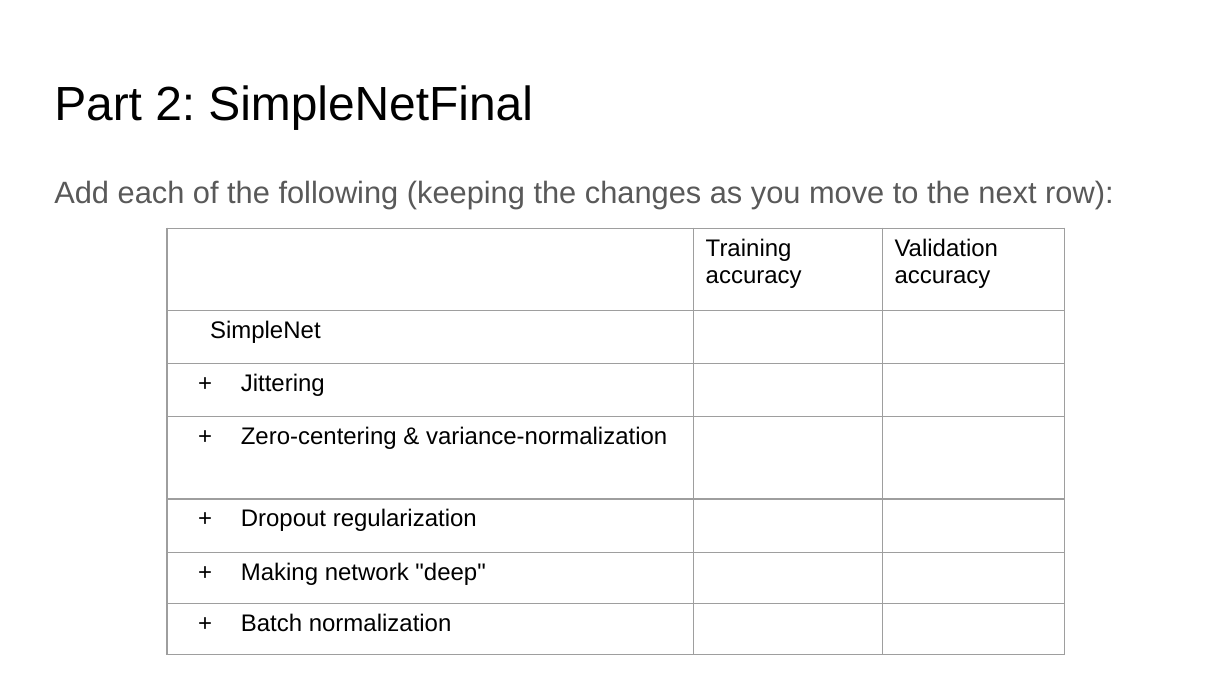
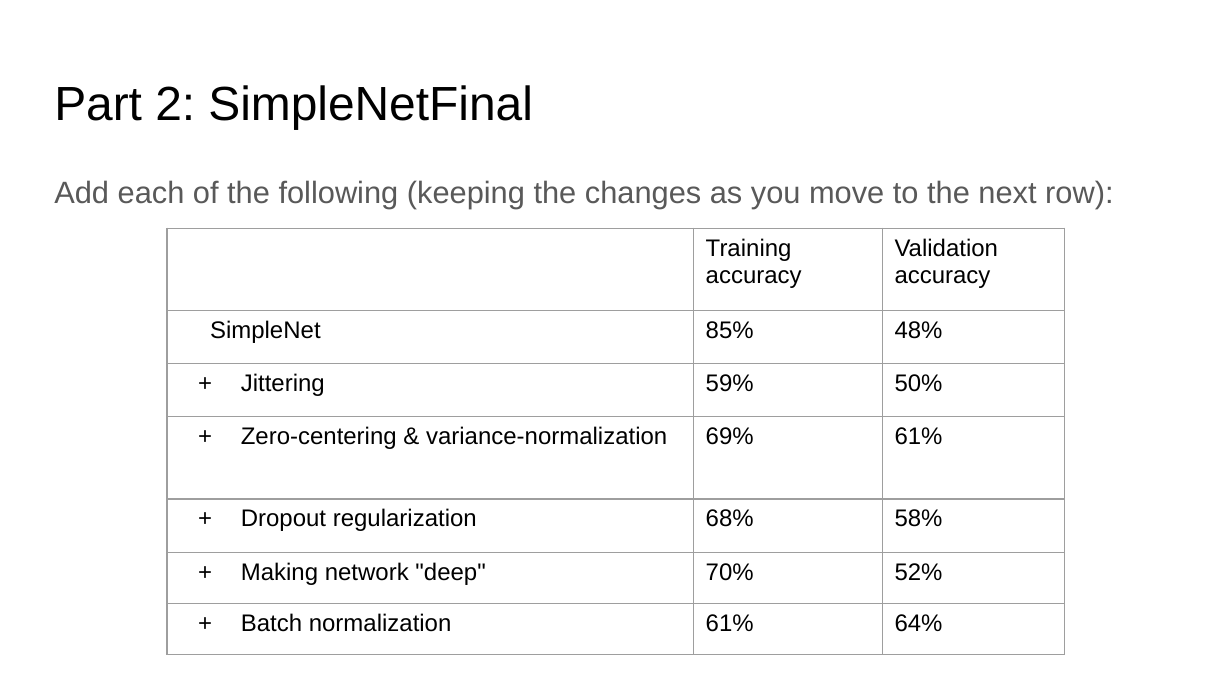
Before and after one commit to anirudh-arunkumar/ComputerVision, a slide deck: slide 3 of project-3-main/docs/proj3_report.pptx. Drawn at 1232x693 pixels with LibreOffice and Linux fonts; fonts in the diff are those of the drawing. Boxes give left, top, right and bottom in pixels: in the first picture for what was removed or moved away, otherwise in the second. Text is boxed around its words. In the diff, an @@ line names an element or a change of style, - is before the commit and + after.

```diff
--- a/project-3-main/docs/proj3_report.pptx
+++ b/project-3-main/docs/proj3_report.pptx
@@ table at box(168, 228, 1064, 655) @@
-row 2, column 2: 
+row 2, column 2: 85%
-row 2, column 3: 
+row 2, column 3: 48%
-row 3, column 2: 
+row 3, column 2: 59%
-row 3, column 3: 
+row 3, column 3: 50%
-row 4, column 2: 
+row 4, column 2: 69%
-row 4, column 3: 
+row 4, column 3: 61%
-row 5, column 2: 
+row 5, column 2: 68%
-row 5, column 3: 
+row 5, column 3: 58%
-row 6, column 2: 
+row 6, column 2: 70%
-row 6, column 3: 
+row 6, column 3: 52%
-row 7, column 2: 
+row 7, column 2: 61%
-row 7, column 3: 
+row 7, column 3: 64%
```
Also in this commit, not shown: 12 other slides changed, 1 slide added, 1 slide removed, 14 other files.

□ □ □ □ □

> THE TASK
Go through the listing above and copy each line that contains "project".

> RESPONSE AREA
Before and after one commit to anirudh-arunkumar/ComputerVision, a slide deck: slide 3 of project-3-main/docs/proj3_report.pptx. Drawn at 1232x693 pixels with LibreOffice and Linux fonts; fonts in the diff are those of the drawing. Boxes give left, top, right and bottom in pixels: in the first picture for what was removed or moved away, otherwise in the second. Text is boxed around its words. In the diff, an @@ line names an element or a change of style, - is before the commit and + after.
--- a/project-3-main/docs/proj3_report.pptx
+++ b/project-3-main/docs/proj3_report.pptx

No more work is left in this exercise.